By Digital Transactions News Staff
The big SIM and EMV chip manufacturer Gemalto NV on Wednesday acknowledged that an alleged operation by U.S. and British electronic spy agencies targeting the company “probably happened,” but the Amsterdam-based firm downplayed its impact.
The alleged operation in 2010 and 2011 by the United Kingdom’s Government Communications Headquarters and the U.S. National Security Agency was disclosed last week by an online news site, The Intercept, which reports on the thousands of NSA documents taken by former NSA contractor Edward Snowden. The Intercept said the agencies remotely penetrated Gemalto’s computer network and stole the encryption keys that secure SIM cards, which run mobile phones. The agencies’ apparent ultimate intent was to monitor the mobile-phone communications of terrorists, mostly in the Middle East, after intercepting encryption keys as they were transferred to phone companies.
Gemalto today issued a detailed response to The Intercept’s report without naming the publication. “The investigation into the intrusion methods described in the document and the sophisticated attacks that Gemalto detected in 2010 and 2011 give us reasonable grounds to believe that an operation by NSA and GCHQ probably happened,” the company’s statement says.

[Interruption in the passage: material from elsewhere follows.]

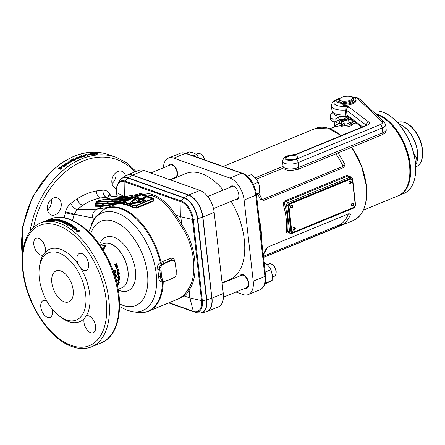 <?xml version="1.0" encoding="UTF-8"?>
<svg xmlns="http://www.w3.org/2000/svg" width="445" height="445" viewBox="0 0 445 445"><rect width="100%" height="100%" fill="white"/><g stroke="black" fill="none" stroke-linecap="round" stroke-linejoin="round"><path stroke-width="0.67" d="M351.461 205.479A1.196 0.879 109.5 0 0 351.656 205.59A1.196 0.879 109.5 0 0 352.179 205.562A1.196 0.879 109.5 0 0 352.963 204.416A1.196 0.879 109.5 0 0 352.457 203.332A1.196 0.879 109.5 0 0 352.24 203.298M348.991 183.423A1.196 0.879 109.5 0 0 349.18 183.529A1.196 0.879 109.5 0 0 349.703 183.507A1.196 0.879 109.5 0 0 350.493 182.361A1.196 0.879 109.5 0 0 349.981 181.276A1.196 0.879 109.5 0 0 349.764 181.237M290.579 207.465A1.196 0.879 109.5 0 0 290.769 207.576A1.196 0.879 109.5 0 0 291.291 207.548A1.196 0.879 109.5 0 0 292.081 206.402A1.196 0.879 109.5 0 0 291.57 205.317A1.196 0.879 109.5 0 0 291.353 205.279M293.049 229.52A1.196 0.879 109.5 0 0 293.244 229.631A1.196 0.879 109.5 0 0 293.767 229.603A1.196 0.879 109.5 0 0 294.551 228.457A1.196 0.879 109.5 0 0 294.045 227.373A1.196 0.879 109.5 0 0 293.828 227.339M263.173 254.407L266.104 248.916L268.886 246.597L348.836 213.695L350.604 214.14C348.791 218.868 346.099 222.378 342.522 224.664L263.501 257.36M288.722 232.813L288.549 232.88C287.031 233.358 286.296 232.78 286.352 231.15A49.757 28.102 -112.4 0 0 286.196 218.629A49.757 28.102 -112.4 0 0 283.443 205.184C282.97 203.165 283.476 201.724 284.956 200.856L347.022 175.308L350.171 176.559M239.783 275.983A7.415 4.189 67.6 0 1 241.173 274.637A7.415 4.189 67.6 0 1 248.727 283.17A7.415 4.189 67.6 0 1 246.819 288.354A7.415 4.189 67.6 0 1 244.884 288.371M229.848 187.401A7.415 4.189 67.6 0 1 231.233 186.055A7.415 4.189 67.6 0 1 238.787 194.587A7.415 4.189 67.6 0 1 236.879 199.766A7.415 4.189 67.6 0 1 234.943 199.788M168.555 165.668A7.415 4.189 67.6 0 1 169.946 164.322A7.415 4.189 67.6 0 1 177.499 172.855A7.415 4.189 67.6 0 1 176.509 177.371M235.984 292.037L242.992 294.518A19.135 10.808 -112.4 0 0 248.293 294.573A19.135 10.808 -112.4 0 0 253.222 281.207L244.116 200.039A19.135 10.808 -112.4 0 0 229.926 178.061L173.773 158.153A19.135 10.808 -112.4 0 0 168.466 158.097A19.135 10.808 -112.4 0 0 163.404 167.787M248.293 294.573L259.98 289.762A19.135 10.808 -112.4 0 0 262.789 287.526A19.135 10.808 -112.4 0 0 264.903 276.395L255.797 195.227A19.135 10.808 -112.4 0 0 241.613 173.255L185.454 153.341A19.135 10.808 -112.4 0 0 183.718 152.902A19.135 10.808 -112.4 0 0 180.147 153.291L168.466 158.097M174.468 178.211A7.415 4.189 67.6 0 1 173.656 178.056M338.189 152.858L345.064 164.717L343.657 167.526L263.707 200.434L260.564 199.499L257.644 194.014M255.263 177.8L283.076 166.352M183.718 152.902L184.948 153.086A18.468 10.43 67.6 0 1 186.616 153.508L242.775 173.422A18.468 10.43 67.6 0 1 256.465 194.626L265.57 275.794A18.468 10.43 67.6 0 1 263.529 286.536L262.789 287.526M258.873 193.336A49.757 28.102 67.6 0 1 261.905 199.048L262.661 199.421L342.611 166.513L342.822 165.746A49.757 28.102 -112.4 0 0 335.825 153.831M283.643 167.937L256.431 179.14M261.905 199.048L260.564 199.499M345.064 164.717L342.822 165.746M263.384 256.298L340.33 224.558A49.757 28.102 -112.4 0 0 348.263 214.229L347.94 214.012M267.306 247.62A49.757 28.102 67.6 0 1 263.19 254.557L263.19 254.557M266.104 248.916L267.339 247.537M340.33 224.558L342.522 224.664M348.263 214.229L350.604 214.14M284.956 200.856A0.957 0.54 67.6 0 0 285.595 201.63L288.238 202.57L350.304 177.027A2.392 1.763 -70.5 0 1 351.35 176.977L347.656 176.087L285.595 201.63C284.55 202.303 284.26 203.371 284.728 204.839A50.713 28.641 67.6 0 1 287.698 231.311L288.137 232.607L290.657 233.497A2.392 1.763 -70.5 0 1 289.628 231.995L286.663 205.529L284.728 204.839L283.443 205.184M352.412 180.397L352.256 178.996A1.435 1.057 109.5 0 0 351.01 178.122L288.95 203.671A1.435 1.057 109.5 0 0 288.004 205.44L290.969 231.912A0.957 0.356 173.6 0 1 289.628 231.995L287.698 231.311A0.957 0.54 5.7 0 0 286.352 231.15M398.247 133.539A43.538 24.592 -112.4 0 0 385.114 119.088A43.538 24.592 67.6 0 1 385.275 119.204A43.538 24.592 67.6 0 1 409.439 177.905A43.538 24.592 67.6 0 1 409.406 178.106A43.538 24.592 -112.4 0 0 398.247 133.539M375.129 113.503A44.016 24.859 67.6 0 1 398.792 133.155A44.016 24.859 67.6 0 1 398.909 195.511A44.016 24.859 67.6 0 1 398.542 195.661M390.955 116.679A43.538 24.592 67.6 0 1 391.116 116.801A43.538 24.592 67.6 0 1 404.088 131.136A43.538 24.592 67.6 0 1 415.28 175.502A43.538 24.592 67.6 0 1 415.246 175.703M398.909 195.511L404.021 193.408A44.016 24.859 -112.4 0 0 415.218 175.903A44.016 24.859 -112.4 0 0 403.904 131.053A44.016 24.859 -112.4 0 0 390.793 116.557A44.016 24.859 -112.4 0 0 372.788 111.289M416.904 161.78A23.919 13.511 -112.4 0 0 411.352 134.746A23.919 13.511 -112.4 0 0 398.915 124.172M415.624 164.778A23.919 13.511 -112.4 0 0 416.131 163.816M398.97 124.238A23.919 13.511 67.6 0 1 399.76 124.494A23.919 13.511 67.6 0 1 416.909 161.546M416.047 163.866A23.919 13.511 67.6 0 1 415.619 164.695M349.915 181.165A1.53 1.129 109.5 0 0 348.908 182.634A1.53 1.129 109.5 0 0 349.559 184.019A1.53 1.129 109.5 0 0 350.226 183.991A1.53 1.129 109.5 0 0 351.233 182.522A1.53 1.129 109.5 0 0 350.582 181.137A1.53 1.129 109.5 0 0 349.915 181.165M349.331 183.896A1.53 1.129 109.5 0 0 349.742 183.818A1.53 1.129 109.5 0 0 350.716 182.522A1.53 1.129 109.5 0 0 350.326 181.087M352.384 203.22A1.53 1.129 109.5 0 0 351.378 204.689A1.53 1.129 109.5 0 0 352.034 206.074A1.53 1.129 109.5 0 0 352.701 206.046A1.53 1.129 109.5 0 0 353.708 204.578A1.53 1.129 109.5 0 0 353.057 203.193A1.53 1.129 109.5 0 0 352.384 203.22M351.8 205.952A1.53 1.129 109.5 0 0 352.212 205.874A1.53 1.129 109.5 0 0 353.191 204.578A1.53 1.129 109.5 0 0 352.796 203.143M293.973 227.262A1.53 1.129 109.5 0 0 292.966 228.73A1.53 1.129 109.5 0 0 293.622 230.121A1.53 1.129 109.5 0 0 294.29 230.087A1.53 1.129 109.5 0 0 295.296 228.619A1.53 1.129 109.5 0 0 294.646 227.234A1.53 1.129 109.5 0 0 293.973 227.262M293.389 229.993A1.53 1.129 109.5 0 0 293.8 229.915A1.53 1.129 109.5 0 0 294.779 228.619A1.53 1.129 109.5 0 0 294.384 227.184M291.497 205.206A1.53 1.129 109.5 0 0 290.496 206.675A1.53 1.129 109.5 0 0 291.147 208.06A1.53 1.129 109.5 0 0 291.814 208.032A1.53 1.129 109.5 0 0 292.821 206.563A1.53 1.129 109.5 0 0 292.17 205.178A1.53 1.129 109.5 0 0 291.497 205.206M290.919 207.937A1.53 1.129 109.5 0 0 291.33 207.86A1.53 1.129 109.5 0 0 292.304 206.563A1.53 1.129 109.5 0 0 291.914 205.128M350.087 179.341L349.603 179.168L290.457 203.51L290.947 203.682A2.87 2.114 109.5 0 0 289.055 207.231L291.625 230.171A2.87 2.114 109.5 0 0 292.86 231.973A2.87 2.114 109.5 0 0 294.112 231.912L353.258 207.57A2.87 2.114 109.5 0 0 355.149 204.021L352.579 181.087A2.87 2.114 109.5 0 0 351.344 179.279A2.87 2.114 109.5 0 0 350.087 179.341L290.947 203.682M289.055 207.231L288.566 207.059L291.136 229.993L291.625 230.171M292.86 231.973L292.371 231.801A2.87 2.114 -70.5 0 1 291.136 229.993M288.566 207.059A2.87 2.114 -70.5 0 1 290.457 203.51M349.603 179.168A2.87 2.114 -70.5 0 1 350.855 179.107L351.344 179.279M247.353 176.248L251.375 174.59L255.564 178.117L258.384 182.211L259.669 187.278L259.585 192.908L256.415 194.215M258.384 182.211L253.333 184.291M259.585 192.908L255.797 195.227L244.116 200.039M272.279 264.575L272.93 265.059A5.741 3.243 67.6 0 1 276.134 271.072A5.741 3.243 67.6 0 1 276.117 272.802L275.995 273.603A6.697 3.783 -112.4 0 0 276.011 271.589A6.697 3.783 -112.4 0 0 272.279 264.575A6.697 3.783 -112.4 0 0 269.192 263.879L267.211 264.697M222.133 283.248L241.446 275.299A6.697 3.783 67.6 0 1 243.037 275.238A6.697 3.783 67.6 0 1 248.266 283.009A6.697 3.783 67.6 0 1 247.72 286.613A6.697 3.783 67.6 0 1 246.541 287.687L223.423 297.204M243.037 275.238L244.761 275.694A5.524 3.121 67.6 0 1 245.073 275.8M272.357 277.063L274.287 276.267A6.697 3.783 -112.4 0 0 275.995 273.603M248.772 284.783A5.524 3.121 67.6 0 1 248.621 285.073L247.72 286.613M197.268 155.466L197.602 154.977L196.607 154.571M150.844 172.955L170.218 164.984A6.697 3.783 67.6 0 1 171.809 164.917A6.697 3.783 67.6 0 1 177.038 172.693A6.697 3.783 67.6 0 1 176.493 176.298A6.697 3.783 67.6 0 1 175.319 177.371L169.751 179.663M177.544 174.462A5.524 3.121 67.6 0 1 177.394 174.757L176.493 176.298M204.522 159.861A6.697 3.783 -112.4 0 0 201.051 154.254L201.702 154.743A5.741 3.243 67.6 0 1 204.778 159.95M201.051 154.254A6.697 3.783 -112.4 0 0 197.964 153.564L196.234 154.276M171.809 164.917L173.533 165.379A5.524 3.121 67.6 0 1 173.845 165.479M185.843 153.269L189.169 151.901L193.558 152.93L196.573 154.521L198.765 157.819M193.286 155.872L196.573 154.521M263.941 262.094C267.167 264.258 269.503 266.8 270.949 269.714L272.234 274.782L272.145 280.411L265.081 283.32M270.949 269.714L265.159 272.101M272.145 280.411L264.82 284.116M386.477 113.803L386.872 113.642L388.869 115.222M413.861 153.831L416.042 156.812L416.837 159.95L416.781 163.432L415.407 164.211M416.781 163.432L415.558 163.938M416.042 156.812L414.64 157.385M358.347 158.704A44.016 24.859 67.6 0 1 362.508 168.805M363.387 210.135L398.18 195.811A44.016 24.859 -112.4 0 0 409.378 178.311A44.016 24.859 -112.4 0 0 384.947 118.965A44.016 24.859 -112.4 0 0 376.876 114.532A44.016 24.859 -112.4 0 0 375.858 114.193M343.907 120.779A10.908 4.072 173.6 0 1 339.096 119.772M334.201 126.975L334.629 125.746L339.268 123.415A1.913 1.174 -78.2 0 1 340.269 120.973L344.024 121.802M356.106 122.942L353.219 123.721L352.373 124.611C351.583 125.774 349.726 126.541 346.794 126.908C343.139 127.137 341.332 126.797 341.376 125.896L341.031 125.579L334.49 126.836L329.884 128.727M345.031 123.805C346.944 124.049 348.257 123.727 348.969 122.848L349.214 122.158M341.487 125.674A1.913 1.841 -157.6 0 0 342.772 124.689M342.8 124.606A1.913 1.841 21.5 0 1 342.739 124.784L342.739 124.784A1.913 1.841 21.5 0 1 341.376 125.896M354.565 121.78L352.59 122.275L350.71 123.627C350.521 125.629 341.988 126.024 342.822 124.517L342.817 124.589M341.031 125.579A1.913 1.024 83.2 0 0 341.554 123.426L339.268 123.415A14.351 5.351 173.6 0 1 335.074 121.713M342.923 124.233L341.554 123.426A1.913 0.962 -82.8 0 1 342.344 121.324M349.036 122.52A1.913 1.763 11.8 0 1 350.782 123.298A1.913 1.769 -166.2 0 0 352.557 124.088M344.18 123.221A1.913 1.752 -161.5 0 0 342.867 124.339L342.978 124.005A1.913 1.752 18.3 0 1 344.146 122.915M342.828 104.035L339.246 102.767A7.27 2.715 173.6 0 1 339.135 102.411A7.27 2.715 173.6 0 1 339.162 102.044M339.218 119.722A9.807 3.66 -6.4 0 0 339.151 119.8L339.207 119.722A1.913 0.712 -6.4 0 0 338.973 119.833L336.036 121.39A1.913 0.712 173.6 0 1 333.038 121.618A14.351 5.351 173.6 0 1 330.502 119.021L330.207 116.379A14.351 5.351 173.6 0 1 332.12 113.269L332.71 112.824M341.677 102.611A4.784 1.786 -6.4 0 0 342.75 103.457A4.784 1.786 -6.4 0 0 343.139 103.574M339.363 102.011A7.27 2.715 -6.4 0 0 339.173 102.584M343.724 103.34A7.27 2.715 -6.4 0 0 353.469 99.73L353.352 98.673A7.27 2.715 173.6 0 1 343.607 102.283L343.724 103.34L339.123 101.71A7.27 2.715 -6.4 0 1 339.018 101.354L338.901 100.292A7.27 2.715 173.6 0 1 339.39 99.14L340.019 98.473A6.508 2.425 -6.4 0 0 340.23 100.409L342.227 101.115A6.508 2.425 -6.4 0 0 350.198 100.247A6.508 2.425 -6.4 0 0 351.867 97.149L349.865 96.437A6.508 2.425 -6.4 0 0 340.019 98.473M338.901 100.292A7.27 2.715 173.6 0 0 339.007 100.648L339.123 101.71M351.867 97.149L353.247 98.317A7.27 2.715 173.6 0 1 353.352 98.673M342.227 101.115L343.607 102.283M339.007 100.648L340.23 100.409M338.973 119.833L338.673 117.185A1.913 0.712 173.6 0 1 338.895 117.085A1.913 0.712 173.6 0 1 340.731 116.779L341.026 119.427A1.913 0.712 -6.4 0 0 339.19 119.733M340.731 116.779L347.033 116.985A1.913 0.712 173.6 0 1 348.318 117.502L348.563 119.165A1.913 0.712 -6.4 0 0 351.478 119.449M348.563 119.165L348.858 121.813A1.913 0.712 -6.4 0 0 349.998 122.319A1.913 0.712 -6.4 0 0 351.978 122.025L353.864 121.246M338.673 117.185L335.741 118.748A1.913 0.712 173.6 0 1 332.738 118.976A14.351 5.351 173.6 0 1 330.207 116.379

But it goes on: “The attacks against Gemalto only breached its office networks and could not have resulted in a massive theft of SIM encryption keys.”
In addition, any stolen keys would have given the agencies the ability to spy only on communications going over second-generation (2G) mobile networks. Newer “3G and 4G networks are not vulnerable to this type of attack,” the company said. But consumers still use 2G phones in many countries to make billions of connections, according to Reuters.
At a news conference today, Gemalto chief executive Olivier Piou said the company has no plans to take legal action against the spy agencies, saying such an effort would have a minuscule chance of success, Reuters reported.